Da ich eine Flatrate in das Telekomnetz habe wollte ich mal fragen welche Anbieter alle dazugehören? Oder wo kann ich das herausfinden?

mfg, Shibi


----------



## knarf0815 (4. März 2011)

was für eine flatrate hast du ? telefon oder was meinst du?
gruß


----------



## Shibi (4. März 2011)

Jo, habe eine Flatrate mit meinem Handy in das Netz der Telekom. Da gehören ja auch alle möglichen kleineren Anbieter dazu, die das Netz der Telekom nutzen.

mfg, Tobi


----------



## knarf0815 (4. März 2011)

du kanst alle kostenfrei anrufen die einen normalen festnetzanschluss haben (denke ich ) egal welchen anbieter derjenige hat
gruß


----------



## Shibi (5. März 2011)

Ja, das auch, aber auf Handys anrufen und SMS schreiben kann ich nur im Telekomnetz kostenlos. Deshalb will ich ja wissen welche Anbieter alle im Telekomnetz mit drinhängen.

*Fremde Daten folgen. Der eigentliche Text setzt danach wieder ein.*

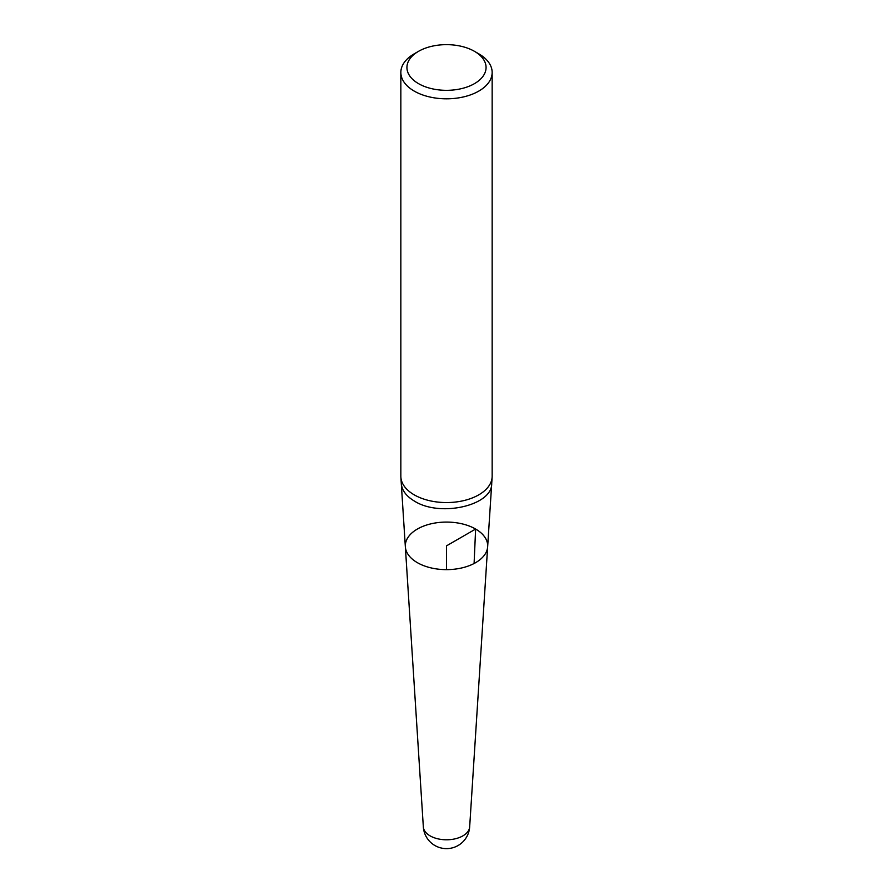 <?xml version="1.0" encoding="UTF-8"?>
<svg xmlns="http://www.w3.org/2000/svg" width="893" height="893" viewBox="0 0 893 893"><rect width="100%" height="100%" fill="white"/><g stroke="black" fill="none" stroke-linecap="round" stroke-linejoin="round"><path stroke-width="1.34" d="M423.338 826.907A23.207 23.207 0 0 0 458.098 845.515A23.207 23.207 0 0 0 469.662 826.907A23.173 13.384 0 0 1 462.887 835.87A23.173 13.384 0 0 1 438.028 838.862A23.173 13.384 0 0 1 423.338 826.907L405.344 546.739A41.178 23.776 0 0 0 446.5 569.634A41.178 23.776 0 0 0 487.656 546.739A41.178 23.776 180 0 1 475.623 562.668A41.178 23.776 180 0 1 417.377 562.668A41.178 23.776 180 0 1 405.344 546.739A41.178 23.776 180 0 1 446.5 522.081A41.178 23.776 180 0 1 487.656 546.739L492.121 477.186A45.655 26.355 0 0 0 492.155 476.203L492.155 72.467A45.655 26.355 180 0 1 463.969 96.812A45.655 26.355 180 0 1 414.218 91.097A45.655 26.355 180 0 1 400.845 72.467A45.655 26.355 180 0 1 414.218 53.826L418.527 51.336A39.56 22.838 0 0 0 418.527 83.641A39.56 22.838 0 0 0 474.473 83.641A39.56 22.838 0 0 0 474.473 51.336A39.56 22.838 0 0 0 418.527 51.336M400.845 72.467L400.845 476.203A45.655 26.355 0 0 0 400.879 477.186A45.655 26.355 0 0 0 414.218 494.845A45.655 26.355 0 0 0 463.188 500.739A45.655 26.355 0 0 0 492.121 477.186M478.782 53.826L474.473 51.336L478.782 53.826A45.655 26.355 180 0 1 492.155 72.467M474.094 563.505L475.623 529.047L446.5 545.857L446.5 569.634M405.344 546.739L401.292 483.638C401.928 490.424 406.337 496.262 414.508 501.14C439.97 517.427 492.244 505.572 491.708 483.638M401.292 483.638L400.879 477.186M469.662 826.907L487.656 546.739"/></g></svg>

So kleine wie z.B. Congstar etc.

mfg, Shibi


----------



## derseppl (5. März 2011)

Hier mal ein paar:

- BigSIM 
- callmobile.de 
- congstar 
- discoTel 
- fiotel
- freenetMobile
- klarmobil
- Lebara mobile
- MIPtel
- Pennymobil 
- Rewe Group 
- SIMply 

Quelle

Du musst aber aufpassen. Discotel, callmobile und SIMply z.b. nutzen auch andere Netze. Hängt vom gewählten Tarif ab.


----------



## Shibi (5. März 2011)

Vielen Dank. 

mfg, Tobi


----------